Either way, we're entering the crunch point now. Saturday will be the most momentous and nerve-shredding day since the Brexit vote itself. It all comes down to this.

Urmstongran Thu 17-Oct-19 21:15:13

Imagine varian if Leavers paid Remainers £4K a pop. .... it’d be worth it to stop the negativity!
???

Urmstongran Thu 17-Oct-19 21:23:06

About the cost Growstuff mentioned: I don't know if you have ever either translated documents yourself or have had documents translated. I worked as a translator for many years and can assure you that translations do not come cheap

Actually Greta we have had this done. Last summer our grandson sustained a nasty injury which necessitated being blue lighted by ambulance to Malaga paediatric hospital. Documents from the hospital (4 pages of A4) had to be translated into English for the insurance company here.

Whilst we were all out in Spain we got it sorted. It cost us €35 - about £30.

Labaik Thu 17-Oct-19 22:28:55

I wish I could throw £4,000 around just like that...sad….

GracesGranMK3 Thu 17-Oct-19 22:34:47

Thanks for copying it all Whitewave. It's an interesting g read.

GracesGranMK3 Thu 17-Oct-19 22:40:19

More attacks on the right of free speech UG it’d be worth it to stop the negativity! The comments are not the negativity of the person, who it seems is always the leave voters target, but of the situation. Millions of people see the situation in this way yet you want to close down their right to say so.

Urmstongran Thu 17-Oct-19 22:46:08

Don’t worry Labaik it’s only light hearted (but well intentioned) banter!
??

Greta Thu 17-Oct-19 22:55:16

Well, Urmstongran, the rush to hospital with your grandson would have been a scary experience for you all. Hope your grandson is OK.

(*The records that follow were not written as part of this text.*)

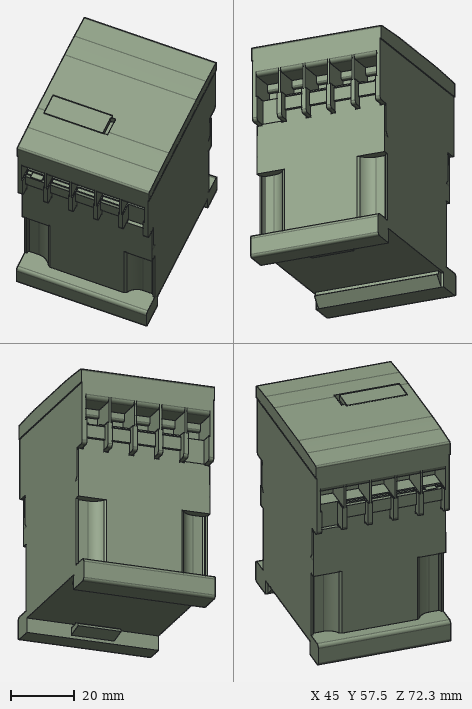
import cadquery as cq
import math

height = 72.3
lid_half_x = 22.5
body_half_x = 22.2
foot_length = 57.5
foot_half_y = foot_length / 2
cap_half_y = 27.4
body_half_y = 24.1

foot_top = 7.5
rail_top = 4.85
cap_bottom = 46.6
lid_bottom = 67.2

crown_flat_y = 11.05
crown_arc_y = 19.0
crown_angle = math.radians(3.0)
lid_edge_radius = 0.6
wall_edge_radius = 1.3
rib_edge_radius = 1.1
foot_top_radius = 1.15
foot_bottom_radius = 0.95

pocket_pitch = 8.5
pocket_centres = [pocket_pitch * i for i in range(-2, 3)]
pocket_upper_width = 7.8
pocket_lower_width = 7.0
pocket_ceiling = 61.9
pocket_floor = 54.9
pocket_back_y = 17.35
lintel_y = 18.8
lintel_bottom = 59.35
lintel_radius = 0.6
seat_y = 22.85
rib_gap_bottom = 46.05
open_seat_bottom = 46.4

block_front_y = 25.0
block_bottom = 49.8
block_front_top = 54.0
block_crest_y = 24.4
block_groove_floor = 54.45
notch_width = 3.8
notch_bottom = 54.3

recess_top = 29.9
corner_y = 21.9
corner_lip_x = 21.55
recess_step_x = 21.3
recess_step_y = 21.25
recess_floor_x = 20.9
recess_floor_y = 21.0
recess_arc_x = 17.7
recess_arc_end_x = 13.45
recess_arc_end_y = 23.6
recess_edge_x = 12.65

relief_bottom = 35.8
relief_bevel_top = 37.2
relief_inner_y = 21.7
relief_depth = 0.1

rail_front_y = -19.7
rail_back_y = 21.05
hook_half_x = 21.3
hook_tip_y = -16.55
hook_tip_z = 3.25
hook_neck_y = -17.6
hook_neck_z = 3.75
tongue_half_x = 7.2
tongue_tip_y = 15.0
tongue_tip_bottom = 2.2
tongue_tip_top = 2.9
tongue_barb_y = 17.1
tongue_barb_z = 3.9
tongue_shank_y = 18.4
tongue_shank_top = 3.55
tongue_root_bottom = 1.1

window_left = -19.8
window_right = 0.6
window_front = -12.1
window_back = -4.6
window_depth = 0.3
slit_left = 0.2
slit_right = 1.95
slit_back = -5.6
slit_depth = 2.2


def box(x0, x1, y0, y1, z0, z1):
    """Axis-aligned box given by its limits."""
    return cq.Workplane("XY").box(x1 - x0, y1 - y0, z1 - z0, centered=False).translate((x0, y0, z0))


def slab(outline, x0, x1):
    """Prism along X over a closed (y, z) outline."""
    return cq.Workplane("YZ").polyline(outline).close().extrude(x1 - x0).translate((x0, 0, 0))


def both_ends(shape):
    """The shape together with its mirror image at the opposite Y end."""
    return shape.union(shape.mirror("XZ"))


def make_lid():
    arc_run = crown_arc_y - crown_flat_y
    arc_drop = arc_run * math.tan(crown_angle / 2)
    arc_radius = arc_run / math.sin(crown_angle)
    mid_y = crown_flat_y + arc_radius * math.sin(crown_angle / 2)
    mid_z = height - arc_radius * (1 - math.cos(crown_angle / 2))
    arc_z = height - arc_drop
    edge_z = arc_z - (cap_half_y - crown_arc_y) * math.tan(crown_angle)
    lid = (
        cq.Workplane("YZ")
        .moveTo(-cap_half_y, lid_bottom)
        .lineTo(cap_half_y, lid_bottom)
        .lineTo(cap_half_y, edge_z)
        .lineTo(crown_arc_y, arc_z)
        .threePointArc((mid_y, mid_z), (crown_flat_y, height))
        .lineTo(-crown_flat_y, height)
        .threePointArc((-mid_y, mid_z), (-crown_arc_y, arc_z))
        .lineTo(-cap_half_y, edge_z)
        .close()
        .extrude(lid_half_x, both=True)
    )
    for end_face in ("<Y", ">Y"):
        lid = lid.faces(end_face).edges(">Z").fillet(lid_edge_radius)
    window = box(window_left, window_right, window_front, window_back, height - window_depth, height)
    slit = box(slit_left, slit_right, window_front, slit_back, height - slit_depth, height)
    return lid.cut(window).cut(slit)


def make_foot():
    foot = box(-body_half_x, body_half_x, -foot_half_y, foot_half_y, 0, foot_top)
    for end_face in ("<Y", ">Y"):
        foot = foot.faces(end_face).edges(">Z").fillet(foot_top_radius)
        foot = foot.faces(end_face).edges("<Z").fillet(foot_bottom_radius)
    return foot


def make_cap_end():
    """Front overhang of the cap: a wall over the pockets and the ribs between them."""
    wall = box(-body_half_x, body_half_x, -cap_half_y, -seat_y, pocket_ceiling, lid_bottom)
    wall = wall.edges("|X and <Y and <Z").fillet(wall_edge_radius)
    ribs = box(-body_half_x, body_half_x, -cap_half_y, -seat_y, cap_bottom, lid_bottom)
    ribs = ribs.edges("|X and <Y and <Z").fillet(rib_edge_radius)
    for x in pocket_centres:
        upper, lower = pocket_upper_width / 2, pocket_lower_width / 2
        ribs = ribs.cut(box(x - upper, x + upper, -cap_half_y, -seat_y, pocket_floor, lid_bottom))
        ribs = ribs.cut(box(x - lower, x + lower, -cap_half_y, -seat_y, cap_bottom, pocket_floor))
    return wall.union(ribs)


def make_pocket(x):
    """Space behind one opening, reaching under a rounded lintel."""
    half = pocket_upper_width / 2
    space = box(x - half, x + half, -body_half_y, -pocket_back_y, pocket_floor, pocket_ceiling)
    lintel = box(x - half, x + half, -lintel_y, -pocket_back_y, lintel_bottom, pocket_ceiling)
    lintel = lintel.edges("|X and <Y and <Z").fillet(lintel_radius)
    return space.cut(lintel)


def make_seat(x, bottom):
    """Recess in the body face below a pocket floor."""
    half = pocket_lower_width / 2
    return box(x - half, x + half, -body_half_y, -seat_y, bottom, pocket_floor)


def make_block(x):
    """Terminal block with a bevelled front ridge and a groove behind it."""
    half = pocket_lower_width / 2
    outline = [
        (-seat_y, block_bottom),
        (-block_front_y, block_bottom),
        (-block_front_y, block_front_top),
        (-block_crest_y, pocket_floor),
        (-block_crest_y, block_groove_floor),
        (-seat_y, block_groove_floor),
    ]
    return slab(outline, x - half, x + half)


def make_rib_gaps():
    """Clearance in the body face just below the lower end of every rib."""
    gaps = box(-body_half_x, body_half_x, -body_half_y, -seat_y, rib_gap_bottom, cap_bottom)
    for x in pocket_centres:
        half = pocket_lower_width / 2
        gaps = gaps.cut(box(x - half, x + half, -body_half_y, -seat_y, rib_gap_bottom, cap_bottom))
    return gaps


def make_corner_recess():
    """Vertical recess at the +X, -Y corner with a concave inner side."""
    run = recess_arc_x - recess_arc_end_x
    rise = recess_arc_end_y - recess_floor_y
    radius = (run**2 + rise**2) / (2 * rise)
    half_angle = math.asin(run / radius) / 2
    arc_mid = (
        recess_arc_x - radius * math.sin(half_angle),
        -recess_floor_y - radius * (1 - math.cos(half_angle)),
    )
    return (
        cq.Workplane("XY", origin=(0, 0, foot_top))
        .moveTo(body_half_x, -body_half_y)
        .lineTo(body_half_x, -corner_y)
        .lineTo(corner_lip_x, -corner_y)
        .lineTo(recess_step_x, -recess_step_y)
        .lineTo(recess_floor_x, -recess_floor_y)
        .lineTo(recess_arc_x, -recess_floor_y)
        .threePointArc(arc_mid, (recess_arc_end_x, -recess_arc_end_y))
        .lineTo(recess_edge_x, -body_half_y)
        .close()
        .extrude(recess_top - foot_top)
    )


def make_flank_relief():
    """Wedge that thins the +X, -Y body edge gradually towards the cap."""
    wedge = (
        cq.Workplane("XZ", origin=(0, -relief_inner_y, 0))
        .moveTo(body_half_x, relief_bottom)
        .lineTo(body_half_x, cap_bottom)
        .lineTo(body_half_x - relief_depth, cap_bottom)
        .close()
        .extrude(body_half_y - relief_inner_y)
    )
    side_outline = [
        (-body_half_y, relief_bottom),
        (-relief_inner_y, relief_bottom),
        (-seat_y, relief_bevel_top),
        (-seat_y, cap_bottom),
        (-body_half_y, cap_bottom),
    ]
    return wedge.intersect(slab(side_outline, body_half_x - relief_depth, body_half_x))


def make_hook():
    outline = [
        (rail_front_y, 0),
        (hook_tip_y, hook_tip_z),
        (hook_neck_y, hook_neck_z),
        (hook_neck_y, rail_top),
        (rail_front_y, rail_top),
    ]
    return slab(outline, -hook_half_x, hook_half_x)


def make_tongue():
    outline = [
        (rail_back_y, tongue_root_bottom),
        (tongue_tip_y, tongue_tip_bottom),
        (tongue_tip_y, tongue_tip_top),
        (tongue_barb_y, tongue_barb_z),
        (tongue_shank_y, tongue_shank_top),
        (rail_back_y, tongue_shank_top),
    ]
    return slab(outline, -tongue_half_x, tongue_half_x)


result = box(-body_half_x, body_half_x, -body_half_y, body_half_y, 0, lid_bottom)

open_seat_x = pocket_centres[-1]
for centre in pocket_centres:
    seat_bottom = open_seat_bottom if centre == open_seat_x else block_bottom
    result = result.cut(both_ends(make_pocket(centre)))
    result = result.cut(both_ends(make_seat(centre, seat_bottom)))
result = result.cut(both_ends(make_rib_gaps()))

for corner_cut in (make_corner_recess(), make_flank_relief()):
    result = result.cut(both_ends(corner_cut.union(corner_cut.mirror("YZ"))))

result = result.union(both_ends(make_cap_end()))
result = result.union(make_lid())
for centre in pocket_centres[:-1]:
    result = result.union(both_ends(make_block(centre)))
notch_x = pocket_centres[0]
notch_left = notch_x - notch_width / 2
notch_right = notch_x + notch_width / 2
notch = box(notch_left, notch_right, -block_front_y, -seat_y, notch_bottom, pocket_floor)
result = result.cut(both_ends(notch))
result = result.union(make_foot())

result = result.cut(box(-body_half_x, body_half_x, rail_front_y, rail_back_y, 0, rail_top))
result = result.union(make_hook()).union(make_tongue())

Translation agencies generally charge £0.10 to 0.16 per word, the lower rate for common languages such as English and Spanish and the higher rate for less common such as the Scandinavian languages. One cannot go by number of pages. If we use the lower rate of £0.10 per word and you paid £30 that would mean a total of 300 words; not a very long document. Of course, some documents are much longer than that. Also, for important applications one may have to ask an independent translator to certify that the translation is authentic and accurate. This would also cost money. The Danish lady in question may have had to ask Danish authorities for copies of certain papers/documents; again, this would add to the cost.

As so often in life things can be more difficult, expensive and time consuming than expected.

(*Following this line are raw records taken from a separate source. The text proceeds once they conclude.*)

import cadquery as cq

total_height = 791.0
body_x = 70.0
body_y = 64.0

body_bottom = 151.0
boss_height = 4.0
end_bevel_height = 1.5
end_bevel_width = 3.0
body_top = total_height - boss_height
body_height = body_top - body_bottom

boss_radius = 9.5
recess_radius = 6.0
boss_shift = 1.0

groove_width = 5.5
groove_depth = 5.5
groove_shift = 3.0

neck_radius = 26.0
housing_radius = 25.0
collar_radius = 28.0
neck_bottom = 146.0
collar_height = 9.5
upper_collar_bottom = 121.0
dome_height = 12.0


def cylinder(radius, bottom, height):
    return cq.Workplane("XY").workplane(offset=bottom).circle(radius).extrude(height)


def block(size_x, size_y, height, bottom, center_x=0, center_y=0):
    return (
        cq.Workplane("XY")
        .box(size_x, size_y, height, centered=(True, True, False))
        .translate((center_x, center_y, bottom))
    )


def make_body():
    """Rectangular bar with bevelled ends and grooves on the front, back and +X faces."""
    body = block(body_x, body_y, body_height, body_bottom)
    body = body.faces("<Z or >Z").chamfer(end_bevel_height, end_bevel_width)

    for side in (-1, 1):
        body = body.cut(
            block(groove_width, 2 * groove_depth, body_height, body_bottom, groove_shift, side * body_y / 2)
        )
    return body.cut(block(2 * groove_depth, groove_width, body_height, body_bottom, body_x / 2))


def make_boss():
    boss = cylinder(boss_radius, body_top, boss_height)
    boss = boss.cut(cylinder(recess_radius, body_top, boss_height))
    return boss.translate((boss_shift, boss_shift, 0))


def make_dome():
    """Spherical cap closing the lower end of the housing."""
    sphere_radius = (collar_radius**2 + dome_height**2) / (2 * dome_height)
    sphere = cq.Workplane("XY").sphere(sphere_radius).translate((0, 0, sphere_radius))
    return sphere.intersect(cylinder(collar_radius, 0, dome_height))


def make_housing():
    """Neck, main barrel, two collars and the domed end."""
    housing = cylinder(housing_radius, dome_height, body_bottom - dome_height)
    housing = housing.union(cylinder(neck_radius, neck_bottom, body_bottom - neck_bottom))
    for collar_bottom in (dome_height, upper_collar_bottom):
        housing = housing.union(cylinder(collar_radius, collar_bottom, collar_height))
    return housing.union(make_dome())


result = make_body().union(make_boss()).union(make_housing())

Urmstongran Thu 17-Oct-19 23:08:24

Of course it can be Greta I was only explaining the situation we had personal knowledge of to give clarity. It is doable - not a king’s ransom. Most people will have documents for translation that will not cost ‘thousands’!

Our grandson is well now, just a bad scar, but thank you for asking.
?

growstuff Fri 18-Oct-19 00:28:49

Of course you did Urmstongran! I'm a linguist by profession and I do translations. I charge £150 for 1000 words.

BTW The costs my friend's mother incurred have been for a lawyer and fees for documents, etc. She speaks perfect English and could translate any documents herself.

Solicitors cost around £200 an hour.

growstuff Fri 18-Oct-19 01:02:09

Oopsminty The only evidence of residence that my friend's mother had was that she was named on the electoral register, although the council tax bill wasn't in her name. Everything else has been in her husband's name. Apparently she is registered with a GP, but hasn't been for a few years and certainly didn't have any letters or appointment cards.

Don't forget that this all has to be done online.

How dare people imply that I'm lying and that it really is easypeasy for everybody!

growstuff Fri 18-Oct-19 01:13:37

Yes, you were being mean Urmstongran. Frankly, I wouldn't have expected anything different. I guess that's just how you are.